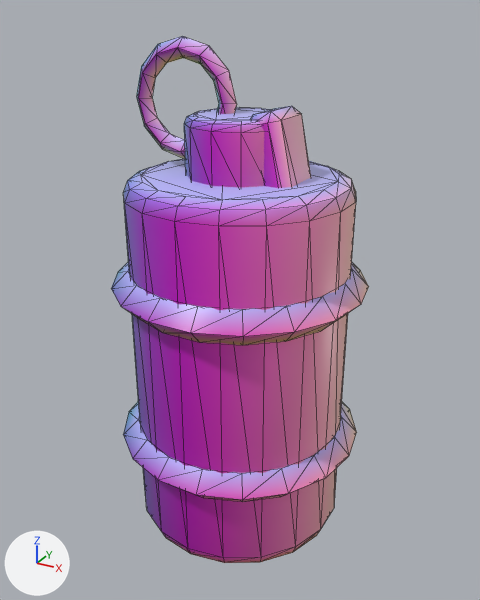
Before and after pictures for a commit that changed the glTF model game/assets/models/props/gad_flash.glb.
Before and after are seen from a 50 mm camera at (0.0705, -0.1282, 0.1287) aimed at (-0.0003, 0.0005, 0.0643). Lighting does not change. The marker at lower left points along +X, +Y and +Z. The older version comes first. Mesh edges are drawn as thin lines. Where no turn or scale is listed for an object, it has been applied to the vertices. Vertices at exactly the same position are counted once.

The older version as bpy lines, for what is in view:
```python
me_flash = bpy.data.meshes.new('flash')
me_flash.from_pydata(...)  # 396 vertices, 780 faces; spans x -0.03..0.03, y -0.0295..0.0295, z 0.005..0.1232
# faces by material slot: [492, 288]
me_flash.materials.append(mat_m_metal)
me_flash.materials.append(mat_m_toon_base)
ob_flash = bpy.data.objects.new('flash', me_flash)
ob_flash.location = (0.0, 0.0, 0.0)
```
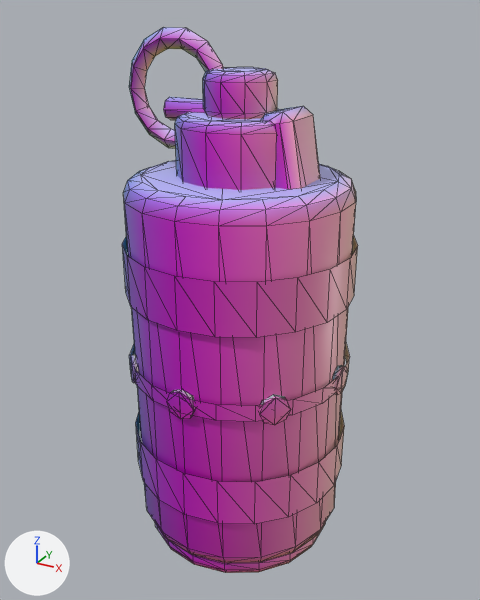
Boxes [x1, y1, x2, y2] around the edits, measured in the pictures (480 x 600 px; the box of a moved part takes in the faces that stretch with it):
'flash', reshaped (8% narrower): before [111, 36, 369, 563]; after [122, 27, 358, 573]
part 1 of me_flash, added (purple): after [164, 97, 205, 120]
part 2 of me_flash, added: after [332, 365, 348, 395]
part 3 of me_flash, added (purple): after [167, 390, 195, 419]
part 4 of me_flash, rebuilt: before [111, 262, 369, 345]; after [122, 236, 358, 338]
part 5 of me_flash, rebuilt (11% narrower, 12% taller): before [123, 402, 357, 502]; after [136, 412, 344, 524]
part 6 of me_flash, rebuilt: before [137, 36, 237, 159]; after [129, 27, 224, 148]
part 7 of me_flash, rebuilt: before [251, 106, 311, 188]; after [261, 106, 320, 189]
part 8 of me_flash, added (purple): after [155, 523, 325, 573]
part 9 of me_flash, added: after [203, 67, 278, 119]
part 10 of me_flash, added: after [130, 344, 350, 422]
part 11 of me_flash, added: after [129, 354, 139, 383]
part 12 of me_flash, added (pink): after [259, 395, 291, 425]
part 13 of me_flash, moved or reshaped: before [184, 107, 271, 188]; after [175, 109, 281, 190]

Patch to the scene script:
```diff
--- a/game/assets/models/props/gad_flash.glb.py
+++ b/game/assets/models/props/gad_flash.glb.py
@@ me_flash @@
-me_flash.from_pydata(...)  # 396 vertices, 780 faces; spans x -0.03..0.03, y -0.0295..0.0295, z 0.005..0.1232
+me_flash.from_pydata(...)  # 692 vertices, 1208 faces; spans x -0.0292..0.0269, y -0.0269..0.0269, z 0.001..0.1249
+# me_flash part 1: a new loose piece, an 8-sided cylinder along x spanning x -0.018..0.002, y -0.0025..0.0025, z 0.1055..0.1105, in mat_m_metal
+# me_flash part 2: a new loose piece, an 8-sided cylinder along x spanning x 0.0255..0.0269, y -0.0035..0.0035, z 0.0465..0.0535, in mat_m_toon_base
+# me_flash part 3: a new loose piece, an 8-sided cylinder along y spanning x -0.0035..0.0035, y -0.0269..-0.0255, z 0.0465..0.0535, in mat_m_toon_base
+# me_flash part 4: the loose piece of 72 vertices spanning x -0.03..0.03, y -0.0295..0.0295, z 0.066..0.074 is rebuilt with 40 vertices and now spans x -0.0268..0.0268, y -0.0268..0.0268, z 0.068..0.08
+# me_flash part 5: the loose piece of 72 vertices spanning x -0.03..0.03, y -0.0295..0.0295, z 0.026..0.034 is rebuilt with 40 vertices and now spans x -0.0268..0.0268, y -0.0268..0.0268, z 0.02..0.032
+# me_flash part 6: the loose piece of 48 vertices spanning x -0.0272..-0.0008, y -0.0022..0.0022, z 0.0968..0.1232 is rebuilt with 56 vertices and now spans x -0.0292..-0.0028, y -0.0022..0.0022, z 0.0991..0.1249
+# me_flash part 7: the loose piece of 24 vertices spanning x 0.0043..0.0237, y -0.007..0.007, z 0.0502..0.1098 is rebuilt with 24 vertices and now spans x 0.0069..0.0251, y -0.007..0.007, z 0.0461..0.1099
+# me_flash part 8: a new loose piece of 108 vertices spanning x -0.0236..0.0236, y -0.024..0.024, z 0.001..0.007, in mat_m_metal
+# me_flash part 9: a new loose piece of 60 vertices spanning x -0.0076..0.0076, y -0.008..0.008, z 0.107..0.117, in mat_m_metal
+# me_flash part 10: a new loose piece of 40 vertices spanning x -0.0268..0.0268, y -0.0268..0.0268, z 0.048..0.052, in mat_m_toon_base
+# me_flash part 11: a new loose piece of 16 vertices spanning x -0.0215..-0.0156, y -0.0215..-0.0156, z 0.0465..0.0535, in mat_m_toon_base
+# me_flash part 12: a new loose piece of 16 vertices spanning x 0.0156..0.0215, y -0.0215..-0.0156, z 0.0465..0.0535, in mat_m_toon_base
+# me_flash part 13
+# 6 vertices in x 0.0, y 0.0099..0.012, z 0.092..0.108 move by (0.0, 0.002, 0.0)
+# 6 vertices in x 0.005..0.006, y 0.0086..0.0104, z 0.092..0.108 move by (0.001, 0.0017, 0.0)
+# 6 vertices in x 0.0086..0.0104, y 0.005..0.006, z 0.092..0.108 move by (0.0017, 0.001, 0.0)
+# 6 vertices in x 0.0099..0.012, y 0.0, z 0.092..0.108 move by (0.002, 0.0, 0.0)
+# 6 vertices in x 0.0086..0.0104, y -0.006..-0.005, z 0.092..0.108 move by (0.0017, -0.001, 0.0)
+# 6 vertices in x 0.005..0.006, y -0.0104..-0.0086, z 0.092..0.108 move by (0.001, -0.0017, 0.0)
+# 36 vertices move from x -0.012..0.0, y -0.012..0.0104, z 0.092..0.108 to x -0.014..0.0, y -0.014..0.0121, z 0.092..0.108
+# other edits to the shape of me_flash do not show in these pictures
 me_flash.materials.append(mat_m_metal)
```

TASK REQUIREMENTS — Return the whole listing word for word, minus its pictures.

RESULT BELOW —
Before and after pictures for a commit that changed the glTF model game/assets/models/props/gad_flash.glb.
Before and after are seen from a 50 mm camera at (0.0705, -0.1282, 0.1287) aimed at (-0.0003, 0.0005, 0.0643). Lighting does not change. The marker at lower left points along +X, +Y and +Z. The older version comes first. Mesh edges are drawn as thin lines. Where no turn or scale is listed for an object, it has been applied to the vertices. Vertices at exactly the same position are counted once.

The older version as bpy lines, for what is in view:
```python
me_flash = bpy.data.meshes.new('flash')
me_flash.from_pydata(...)  # 396 vertices, 780 faces; spans x -0.03..0.03, y -0.0295..0.0295, z 0.005..0.1232
# faces by material slot: [492, 288]
me_flash.materials.append(mat_m_metal)
me_flash.materials.append(mat_m_toon_base)
ob_flash = bpy.data.objects.new('flash', me_flash)
ob_flash.location = (0.0, 0.0, 0.0)
```
Boxes [x1, y1, x2, y2] around the edits, measured in the pictures (480 x 600 px; the box of a moved part takes in the faces that stretch with it):
'flash', reshaped (8% narrower): before [111, 36, 369, 563]; after [122, 27, 358, 573]
part 1 of me_flash, added (purple): after [164, 97, 205, 120]
part 2 of me_flash, added: after [332, 365, 348, 395]
part 3 of me_flash, added (purple): after [167, 390, 195, 419]
part 4 of me_flash, rebuilt: before [111, 262, 369, 345]; after [122, 236, 358, 338]
part 5 of me_flash, rebuilt (11% narrower, 12% taller): before [123, 402, 357, 502]; after [136, 412, 344, 524]
part 6 of me_flash, rebuilt: before [137, 36, 237, 159]; after [129, 27, 224, 148]
part 7 of me_flash, rebuilt: before [251, 106, 311, 188]; after [261, 106, 320, 189]
part 8 of me_flash, added (purple): after [155, 523, 325, 573]
part 9 of me_flash, added: after [203, 67, 278, 119]
part 10 of me_flash, added: after [130, 344, 350, 422]
part 11 of me_flash, added: after [129, 354, 139, 383]
part 12 of me_flash, added (pink): after [259, 395, 291, 425]
part 13 of me_flash, moved or reshaped: before [184, 107, 271, 188]; after [175, 109, 281, 190]

Patch to the scene script:
```diff
--- a/game/assets/models/props/gad_flash.glb.py
+++ b/game/assets/models/props/gad_flash.glb.py
@@ me_flash @@
-me_flash.from_pydata(...)  # 396 vertices, 780 faces; spans x -0.03..0.03, y -0.0295..0.0295, z 0.005..0.1232
+me_flash.from_pydata(...)  # 692 vertices, 1208 faces; spans x -0.0292..0.0269, y -0.0269..0.0269, z 0.001..0.1249
+# me_flash part 1: a new loose piece, an 8-sided cylinder along x spanning x -0.018..0.002, y -0.0025..0.0025, z 0.1055..0.1105, in mat_m_metal
+# me_flash part 2: a new loose piece, an 8-sided cylinder along x spanning x 0.0255..0.0269, y -0.0035..0.0035, z 0.0465..0.0535, in mat_m_toon_base
+# me_flash part 3: a new loose piece, an 8-sided cylinder along y spanning x -0.0035..0.0035, y -0.0269..-0.0255, z 0.0465..0.0535, in mat_m_toon_base
+# me_flash part 4: the loose piece of 72 vertices spanning x -0.03..0.03, y -0.0295..0.0295, z 0.066..0.074 is rebuilt with 40 vertices and now spans x -0.0268..0.0268, y -0.0268..0.0268, z 0.068..0.08
+# me_flash part 5: the loose piece of 72 vertices spanning x -0.03..0.03, y -0.0295..0.0295, z 0.026..0.034 is rebuilt with 40 vertices and now spans x -0.0268..0.0268, y -0.0268..0.0268, z 0.02..0.032
+# me_flash part 6: the loose piece of 48 vertices spanning x -0.0272..-0.0008, y -0.0022..0.0022, z 0.0968..0.1232 is rebuilt with 56 vertices and now spans x -0.0292..-0.0028, y -0.0022..0.0022, z 0.0991..0.1249
+# me_flash part 7: the loose piece of 24 vertices spanning x 0.0043..0.0237, y -0.007..0.007, z 0.0502..0.1098 is rebuilt with 24 vertices and now spans x 0.0069..0.0251, y -0.007..0.007, z 0.0461..0.1099
+# me_flash part 8: a new loose piece of 108 vertices spanning x -0.0236..0.0236, y -0.024..0.024, z 0.001..0.007, in mat_m_metal
+# me_flash part 9: a new loose piece of 60 vertices spanning x -0.0076..0.0076, y -0.008..0.008, z 0.107..0.117, in mat_m_metal
+# me_flash part 10: a new loose piece of 40 vertices spanning x -0.0268..0.0268, y -0.0268..0.0268, z 0.048..0.052, in mat_m_toon_base
+# me_flash part 11: a new loose piece of 16 vertices spanning x -0.0215..-0.0156, y -0.0215..-0.0156, z 0.0465..0.0535, in mat_m_toon_base
+# me_flash part 12: a new loose piece of 16 vertices spanning x 0.0156..0.0215, y -0.0215..-0.0156, z 0.0465..0.0535, in mat_m_toon_base
+# me_flash part 13
+# 6 vertices in x 0.0, y 0.0099..0.012, z 0.092..0.108 move by (0.0, 0.002, 0.0)
+# 6 vertices in x 0.005..0.006, y 0.0086..0.0104, z 0.092..0.108 move by (0.001, 0.0017, 0.0)
+# 6 vertices in x 0.0086..0.0104, y 0.005..0.006, z 0.092..0.108 move by (0.0017, 0.001, 0.0)
+# 6 vertices in x 0.0099..0.012, y 0.0, z 0.092..0.108 move by (0.002, 0.0, 0.0)
+# 6 vertices in x 0.0086..0.0104, y -0.006..-0.005, z 0.092..0.108 move by (0.0017, -0.001, 0.0)
+# 6 vertices in x 0.005..0.006, y -0.0104..-0.0086, z 0.092..0.108 move by (0.001, -0.0017, 0.0)
+# 36 vertices move from x -0.012..0.0, y -0.012..0.0104, z 0.092..0.108 to x -0.014..0.0, y -0.014..0.0121, z 0.092..0.108
+# other edits to the shape of me_flash do not show in these pictures
 me_flash.materials.append(mat_m_metal)
```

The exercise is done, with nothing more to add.